Анна Михайловна глубоко вздохнула: – Долохов, Марьи Ивановны сын, – сказала она таинственным шопотом, – говорят, совсем компрометировал ее. Он его вывел, пригласил к себе в дом в Петербурге, и вот… Она сюда приехала, и этот сорви голова за ней, – сказала Анна Михайловна, желая выразить свое сочувствие Пьеру, но в невольных интонациях и полуулыбкою выказывая сочувствие сорви голове, как она назвала Долохова. – Говорят, сам Пьер совсем убит своим горем.
– Ну, всё таки скажите ему, чтоб он приезжал в клуб, – всё рассеется. Пир горой будет.
На другой день, 3 го марта, во 2 м часу по полудни, 250 человек членов Английского клуба и 50 человек гостей ожидали к обеду дорогого гостя и героя Австрийского похода, князя Багратиона. В первое время по получении известия об Аустерлицком сражении Москва пришла в недоумение. В то время русские так привыкли к победам, что, получив известие о поражении, одни просто не верили, другие искали объяснений такому странному событию в каких нибудь необыкновенных причинах. В Английском клубе, где собиралось всё, что было знатного, имеющего верные сведения и вес, в декабре месяце, когда стали приходить известия, ничего не говорили про войну и про последнее сражение, как будто все сговорились молчать о нем. Люди, дававшие направление разговорам, как то: граф Ростопчин, князь Юрий Владимирович Долгорукий, Валуев, гр. Марков, кн. Вяземский, не показывались в клубе, а собирались по домам, в своих интимных кружках, и москвичи, говорившие с чужих голосов (к которым принадлежал и Илья Андреич Ростов), оставались на короткое время без определенного суждения о деле войны и без руководителей. Москвичи чувствовали, что что то нехорошо и что обсуждать эти дурные вести трудно, и потому лучше молчать. Но через несколько времени, как присяжные выходят из совещательной комнаты, появились и тузы, дававшие мнение в клубе, и всё заговорило ясно и определенно. Были найдены причины тому неимоверному, неслыханному и невозможному событию, что русские были побиты, и все стало ясно, и во всех углах Москвы заговорили одно и то же.

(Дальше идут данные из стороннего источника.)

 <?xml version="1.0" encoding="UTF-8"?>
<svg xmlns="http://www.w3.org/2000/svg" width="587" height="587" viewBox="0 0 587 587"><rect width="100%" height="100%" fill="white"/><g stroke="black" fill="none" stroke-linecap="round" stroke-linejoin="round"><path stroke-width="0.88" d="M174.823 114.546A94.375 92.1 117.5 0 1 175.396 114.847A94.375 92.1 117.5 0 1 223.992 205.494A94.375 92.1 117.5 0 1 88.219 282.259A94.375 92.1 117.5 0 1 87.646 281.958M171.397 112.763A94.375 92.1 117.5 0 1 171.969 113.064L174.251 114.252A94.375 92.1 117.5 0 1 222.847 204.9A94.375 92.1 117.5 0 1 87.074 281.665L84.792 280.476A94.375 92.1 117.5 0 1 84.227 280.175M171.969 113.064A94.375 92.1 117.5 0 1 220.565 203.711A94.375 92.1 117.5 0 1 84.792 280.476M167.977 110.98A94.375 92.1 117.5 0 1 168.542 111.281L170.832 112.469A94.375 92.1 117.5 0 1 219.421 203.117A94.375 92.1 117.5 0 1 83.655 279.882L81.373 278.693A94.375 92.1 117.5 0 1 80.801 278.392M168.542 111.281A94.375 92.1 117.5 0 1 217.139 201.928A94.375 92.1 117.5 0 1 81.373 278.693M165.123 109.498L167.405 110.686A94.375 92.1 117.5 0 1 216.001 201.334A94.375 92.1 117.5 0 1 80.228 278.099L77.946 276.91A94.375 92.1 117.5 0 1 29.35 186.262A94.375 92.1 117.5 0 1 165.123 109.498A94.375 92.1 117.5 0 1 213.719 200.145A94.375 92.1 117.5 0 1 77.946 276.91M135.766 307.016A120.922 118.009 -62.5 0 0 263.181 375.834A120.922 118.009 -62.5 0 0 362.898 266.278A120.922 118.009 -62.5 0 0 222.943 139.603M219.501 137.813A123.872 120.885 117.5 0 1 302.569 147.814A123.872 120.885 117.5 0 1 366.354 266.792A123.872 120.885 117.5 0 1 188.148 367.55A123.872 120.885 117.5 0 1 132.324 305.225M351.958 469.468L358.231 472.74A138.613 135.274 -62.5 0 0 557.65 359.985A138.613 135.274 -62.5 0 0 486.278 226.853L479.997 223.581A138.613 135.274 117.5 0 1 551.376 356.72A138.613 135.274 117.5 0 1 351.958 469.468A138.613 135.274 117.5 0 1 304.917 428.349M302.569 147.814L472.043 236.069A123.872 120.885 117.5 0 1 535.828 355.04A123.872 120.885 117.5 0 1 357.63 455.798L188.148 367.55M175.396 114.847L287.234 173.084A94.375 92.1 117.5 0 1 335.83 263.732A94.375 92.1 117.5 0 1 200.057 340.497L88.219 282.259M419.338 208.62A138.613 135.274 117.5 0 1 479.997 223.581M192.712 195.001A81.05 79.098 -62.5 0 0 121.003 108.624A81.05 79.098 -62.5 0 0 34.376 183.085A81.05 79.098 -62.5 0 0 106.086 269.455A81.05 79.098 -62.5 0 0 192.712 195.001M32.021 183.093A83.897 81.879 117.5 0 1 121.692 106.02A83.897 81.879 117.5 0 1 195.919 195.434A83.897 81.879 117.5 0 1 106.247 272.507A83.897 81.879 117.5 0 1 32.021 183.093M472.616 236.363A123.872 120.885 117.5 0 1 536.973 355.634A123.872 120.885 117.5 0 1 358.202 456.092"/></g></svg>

Причины эти были: измена австрийцев, дурное продовольствие войска, измена поляка Пшебышевского и француза Ланжерона, неспособность Кутузова, и (потихоньку говорили) молодость и неопытность государя, вверившегося дурным и ничтожным людям. Но войска, русские войска, говорили все, были необыкновенны и делали чудеса храбрости. Солдаты, офицеры, генералы – были герои. Но героем из героев был князь Багратион, прославившийся своим Шенграбенским делом и отступлением от Аустерлица, где он один провел свою колонну нерасстроенною и целый день отбивал вдвое сильнейшего неприятеля. Тому, что Багратион выбран был героем в Москве, содействовало и то, что он не имел связей в Москве, и был чужой. В лице его отдавалась должная честь боевому, простому, без связей и интриг, русскому солдату, еще связанному воспоминаниями Итальянского похода с именем Суворова. Кроме того в воздаянии ему таких почестей лучше всего показывалось нерасположение и неодобрение Кутузову.